GitBox Wed, 22 Jan 2020 02:54:58 -0800

vvysotskyi commented on a change in pull request #1914: DRILL-7458: Base 
framework for storage plugins
URL: https://github.com/apache/drill/pull/1914#discussion_r369492043


 ##########
 File path: 
exec/java-exec/src/main/java/org/apache/drill/exec/store/base/BaseGroupScan.java
 ##########
 @@ -0,0 +1,481 @@
+/*
+ * Licensed to the Apache Software Foundation (ASF) under one
+ * or more contributor license agreements.  See the NOTICE file
+ * distributed with this work for additional information
+ * regarding copyright ownership.  The ASF licenses this file
+ * to you under the Apache License, Version 2.0 (the
+ * "License"); you may not use this file except in compliance
+ * with the License.  You may obtain a copy of the License at
+ *
+ * http://www.apache.org/licenses/LICENSE-2.0
+ *
+ * Unless required by applicable law or agreed to in writing, software
+ * distributed under the License is distributed on an "AS IS" BASIS,
+ * WITHOUT WARRANTIES OR CONDITIONS OF ANY KIND, either express or implied.
+ * See the License for the specific language governing permissions and
+ * limitations under the License.
+ */
+package org.apache.drill.exec.store.base;
+
+import java.util.List;
+
+import org.apache.drill.common.expression.SchemaPath;
+import org.apache.drill.common.logical.StoragePluginConfig;
+import org.apache.drill.exec.physical.base.AbstractGroupScan;
+import org.apache.drill.exec.physical.base.GroupScan;
+import org.apache.drill.exec.physical.base.PhysicalOperator;
+import org.apache.drill.exec.physical.base.ScanStats;
+import org.apache.drill.exec.physical.base.SubScan;
+import org.apache.drill.exec.proto.CoordinationProtos.DrillbitEndpoint;
+import org.apache.drill.exec.server.options.OptionManager;
+import org.apache.drill.exec.store.SchemaConfig;
+import org.apache.drill.exec.store.SchemaFactory;
+import org.apache.drill.exec.store.StoragePluginRegistry;
+import org.apache.drill.exec.store.base.BaseStoragePlugin.StoragePluginOptions;
+import org.apache.drill.shaded.guava.com.google.common.base.Preconditions;
+
+import com.fasterxml.jackson.annotation.JsonIgnore;
+import com.fasterxml.jackson.annotation.JsonProperty;
+
+/**
+ * Base group scan for storage plugins. A group scan is a "logical" scan: it is
+ * the representation of the scan used during the logical and physical planning
+ * phases. The group scan is converted to a "sub scan" (an executable scan
+ * specification) for inclusion in the physical plan sent to Drillbits for
+ * execution. The group scan represents the entire scan of a table or data
+ * source. The sub scan divides that scan into files, storage blocks or other
+ * forms of parallelism.
+ * <p>
+ * The group scan participates in both logical and physical planning. As
+ * noted below, logical plan information is JSON serialized, but physical
+ * plan information is not. The transition from logical
+ * to physical planning is not clear. The first call to
+ * {@link #getMinParallelizationWidth()} or
+ * {@link #getMaxParallelizationWidth()} is a good signal. The group scan
+ * is copied multiple times (each with more information) during logical
+ * planning, but is not copied during physical planning.
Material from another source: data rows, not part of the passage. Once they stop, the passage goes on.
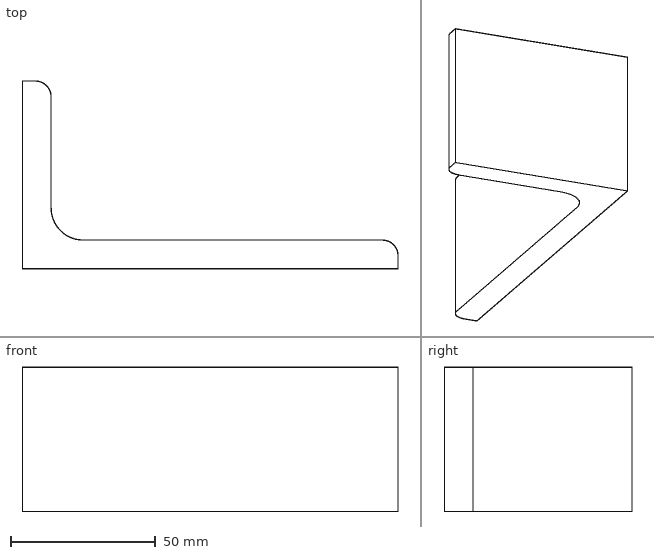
import cadquery as cq

long_leg = 130.0
short_leg = 65.0
thickness = 10.0
length = 50.0
root_radius = 11.0
toe_radius = root_radius / 2


def angle_section():
    """L outline with its outer corner at the origin and sharp inner corners."""
    return (
        cq.Workplane("XY")
        .moveTo(0, 0)
        .lineTo(long_leg, 0)
        .lineTo(long_leg, thickness)
        .lineTo(thickness, thickness)
        .lineTo(thickness, short_leg)
        .lineTo(0, short_leg)
        .close()
    )


def round_edge_at(body, x, y, radius):
    """Fillet the full-length vertical edge that passes through (x, y)."""
    edge = cq.selectors.NearestToPointSelector((x, y, length / 2))
    return body.edges("|Z").edges(edge).fillet(radius)


result = angle_section().extrude(length)

result = round_edge_at(result, thickness, thickness, root_radius)

result = round_edge_at(result, long_leg, thickness, toe_radius)
result = round_edge_at(result, thickness, short_leg, toe_radius)
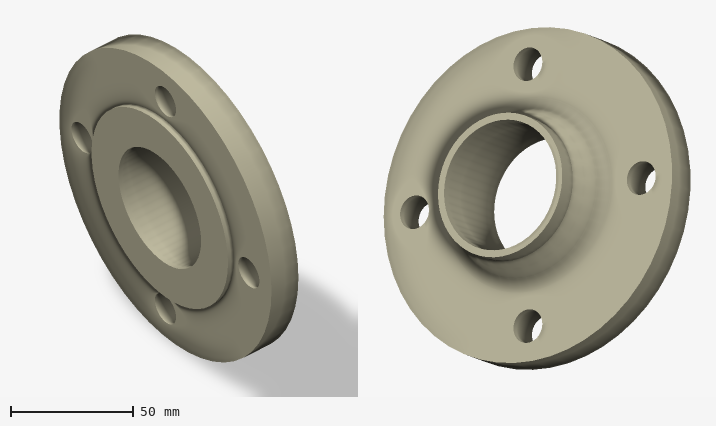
import cadquery as cq
import math

flange_diameter = 140.0
flange_thickness = 14.0
face_diameter = 90.0
face_height = 3.0

total_length = 38.0
neck_diameter = 60.3
neck_length = 8.0
hub_base_diameter = 74.0
hub_fillet_radius = 6.0

bore_diameter = 54.5
bolt_circle_diameter = 110.0
bolt_hole_diameter = 14.0
bolt_hole_count = 4

flange_back = face_height + flange_thickness
neck_start = total_length - neck_length


def rounded_hub_corner():
    """Return the start, middle and end of the arc joining the hub cone to the flange back."""
    base_radius = hub_base_diameter / 2
    taper = math.atan2(base_radius - neck_diameter / 2, neck_start - flange_back)
    turn = math.pi / 2 - taper
    tangent_length = hub_fillet_radius * math.tan(turn / 2)
    center_x = base_radius + tangent_length
    center_y = flange_back + hub_fillet_radius

    def arc_point(angle):
        return (
            center_x - hub_fillet_radius * math.sin(angle),
            center_y - hub_fillet_radius * math.cos(angle),
        )

    return arc_point(0), arc_point(turn / 2), arc_point(turn)


def flange_body():
    """Revolve the solid half profile around the Y axis."""
    arc_start, arc_middle, arc_end = rounded_hub_corner()
    return (
        cq.Workplane("XY")
        .lineTo(face_diameter / 2, 0)
        .lineTo(face_diameter / 2, face_height)
        .lineTo(flange_diameter / 2, face_height)
        .lineTo(flange_diameter / 2, flange_back)
        .lineTo(*arc_start)
        .threePointArc(arc_middle, arc_end)
        .lineTo(neck_diameter / 2, neck_start)
        .lineTo(neck_diameter / 2, total_length)
        .lineTo(0, total_length)
        .close()
        .revolve(360, (0, 0, 0), (0, 1, 0))
    )


def through_holes():
    """Return cutters along Y for the central bore and the bolt holes."""
    bore = cq.Workplane("XZ").circle(bore_diameter / 2).extrude(-total_length)
    bolt_holes = (
        cq.Workplane("XZ")
        .polarArray(bolt_circle_diameter / 2, 0, 360, bolt_hole_count)
        .circle(bolt_hole_diameter / 2)
        .extrude(-total_length)
    )
    return bore.union(bolt_holes)


result = flange_body().cut(through_holes())

This means that
+ * physical planning state can be thought of as transient: it should not
+ * be serialized or copied.
+ * <p>
+ * Because the group scan is part of the Calcite planning process, it is
+ * very helpful to understand the basics of query planning and how
+ * Calcite implements that process.
+ *
+ * <h4>Serialization</h4>
+ *
+ * Drill provides the ability to serialize the logical plan. This is most
+ * easily seen by issuing the <code>EXPLAIN PLAN FOR</code> command for a
+ * query. The Jackson-serialized representation of the group scan appears
+ * in the JSON partition of the <code>EXPLAIN</code> output, while the
+ * <code>toString()</code> output appears in the text output of that
+ * command.
+ * <p>
+ * Care must be taken when serializing: include only the <i>logical</i>
+ * plan information, omit the physical plan information.
+ * <p>
+ * Any fields that are part of the <i>logical</i> plan must be Jackson
+ * serializable. The following information should be serialized in the
+ * logical plan:
+ * <ul>
+ * <li>Information from the scan spec (from the table lookup in the
+ * schema) if relevant to the plugin.</li>
+ * <li>The list of columns projected in the scan.</li>
+ * <li>Any filters pushed into the query (in whatever form makes sense
+ * for the plugin.</li>
+ * <li>Any other plugin-specific logical plan information.</li>
+ * </ul>
+ * This base class (and its superclasses) serialize the plugin config,
+ * user name, column list and scan stats. The derived class should handle
+ * other fields.
+ * <p>
+ * On the other hand, the kinds of information should <i>not</i> be
+ * serialized:
+ * <ul>
+ * <li>The set of drillbits on which queries will run.</li>
+ * <li>The actual number of minor fragments that run scans.</li>
+ * <li>Other physical plan information.</li>
+ * <li>Cached data (such as the cached scan stats, etc.</li>
+ * </ul>
+ * <p>
+ * Jackson will use the constructor marked with <tt>@JsonCreator</tt> to
+ * deserialize your group scan. If you create a subclass, and add fields, start
+ * with the constructor from this class, then add your custom fields after the
+ * fields defined here. Make liberal use of <code>@JsonProperty</code> to
+ * identify fields (getters) to be serialized, and <code>@JsonIgnore</code>
+ * for those that should not be serialized.
+ *
+ * <h4>Life Cycle</h4>
+ *
+ * Drill uses Calcite for planning. Calcite is a bit complex: it applies a 
series
+ * of rules to transform the query, then chooses the lowest cost among the
+ * available transforms. As a result, the group scan object is continually
+ * created and recreated. The following is a rough outline of these events.
+ *
+ * <h5>Create the Group Scan</h5>
+ *
+ * The storage plugin provides a {@link SchemaFactory} which provides a
+ * {@link SchemaConfig} which represents the set of (logical) tables available
+ * from the plugin.
+ * <p>
+ * Calcite offers table names to the schema. If the table is valid, the schema
+ * creates a {@link BaseScanSpec} to describe the schema, table and other
+ * information unique to the plugin. The schema then creates a group scan using
+ * the following constructor:
+ * {@link #BaseGroupScan(BaseStoragePlugin, String, BaseScanSpec)}.
+ *
+ * <h5>Column Resolution</h5>
+ *
+ * Calcite makes multiple attempts to refine the set of columns from the scan.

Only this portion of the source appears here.